Rain gauge network design based on quantitative analysis attracts more attention. There are many methods employed, such as spatial correlation, variogram analysis, and entropy theory (Al-Zahrani and Husain 1998; Bastin et al. 1984; Bogárdi et al. 1985; Bradley et al. 2002; Bras and Rodríguez-Iturbe 1985; Krstanovic and Singh 1992; Mishra and Coulibaly 2009; Moore et al. 2000; Pardo-Igúzquiza 1998; Tsintikidis et al. 2011; Volkmann et al. 2010; Yang and Burn 1994). Statistical techniques such as variance reduction algorithm, state-space stochastic models, and generalized least squares are also adopted in numerous studies (Bradley et al. 2002; Morrissey et al. 1995; Moss and Tasker 1991; Shih 1982; Stedinger and Tasker 1985; Tasker and Moss 1979). The more sophisticated techniques of rain gauge network design can provide some insight into the location of rain gauges as well as the density of the network. These methods are generally based on analyzing the available limited rain gauge information or duplicating the learned knowledge from a mature network to a pioneering area. The nature of these methods makes them difficult to implement and often requires subjective parameter adjustments. Another shortcoming of most of the aforementioned methods is that they require exhausting all possible candidate networks to explore the optimum one.

Compared with the traditional methods that collect and excavate the limited rainfall-related information (such as rainfall spatial correlation and rainfall patterns) from inside or outside a study area, adoption of remotely sensed rainfall measurements for rain gauge network design is obviously a more direct and efficient way. Currently, remotely sensed rainfall estimates are available in most parts of the world, as some satellites have global rainfall observing ability, such as the Tropical Rainfall Measuring Mission (TRMM) and the Global Precipitation Measurement (GPM). Weather radars are also extensively installed around the world, especially in developed regions. Because of the poorer quality, these rainfall products cannot replace rain gauge measurements at present, and rain gauges will still be the first choice in most hydrological applications in the near future. However, these relatively inaccurate but larger-scaled rainfall measurements are an ideal dataset to provide insight into the local storm characteristics, such as rainfall patterns and local topographic influences on rainfall, which are the key components that the traditional rain gauge network-designed methods eagerly expect to explore. Through analyzing the long-term remotely sensed rainfall dataset, we can reveal these characteristics and consequently investigate the most important locations for deploying rain gauges in the study area. For this reason, this study presents a new approach to rain gauge network design based on a combination of principal component analysis (PCA) and variable selection criteria using a weather radar rainfall dataset to provide both the optimum rain gauge density and rain gauge location. This scheme offers a new insight into rain gauge network design and could be easily adopted and implemented in other study areas.

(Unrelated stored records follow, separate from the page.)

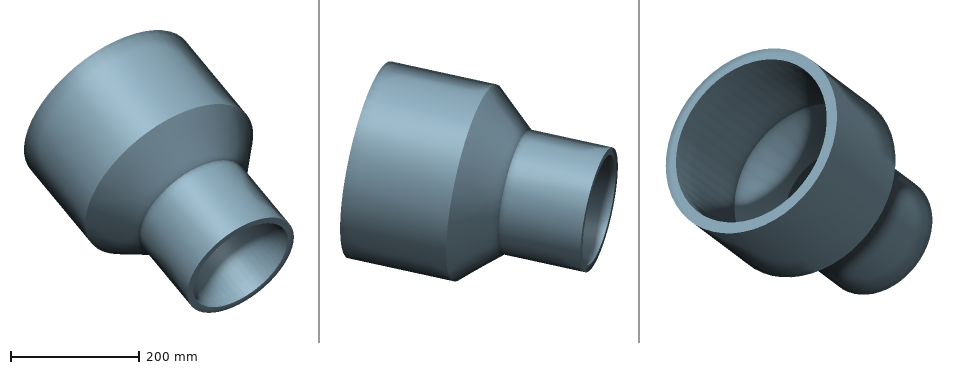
import cadquery as cq

total_length = 375.0
wide_length = 173.2
cone_length = 67.0
wide_outer_diameter = 315.0
wide_inner_diameter = 277.5
narrow_outer_diameter = 200.0
narrow_inner_diameter = 176.2

cone_end = wide_length + cone_length


def stepped_cone(wide_diameter, narrow_diameter):
    """Solid of revolution: wide cylinder, cone, narrow cylinder."""
    wide_radius = wide_diameter / 2
    narrow_radius = narrow_diameter / 2
    profile = [
        (0, 0),
        (0, wide_radius),
        (wide_length, wide_radius),
        (cone_end, narrow_radius),
        (total_length, narrow_radius),
        (total_length, 0),
    ]
    return cq.Workplane("XY").polyline(profile).close().revolve(360, (0, 0), (1, 0))


body = stepped_cone(wide_outer_diameter, narrow_outer_diameter)
bore = stepped_cone(wide_inner_diameter, narrow_inner_diameter)

result = body.cut(bore)

This paper is organized as follows. After the introduction, section 2 illustrates the study area and datasets used. Section 3 describes the algorithms of determining the redundancy of networks and optimum locations of gauges. Section 4 presents the outcomes of the rain gauge network design and evaluations of the proposed method. Section 5 elaborates on three key issues associated with this scheme, and section 6 summarizes the key findings and the future work.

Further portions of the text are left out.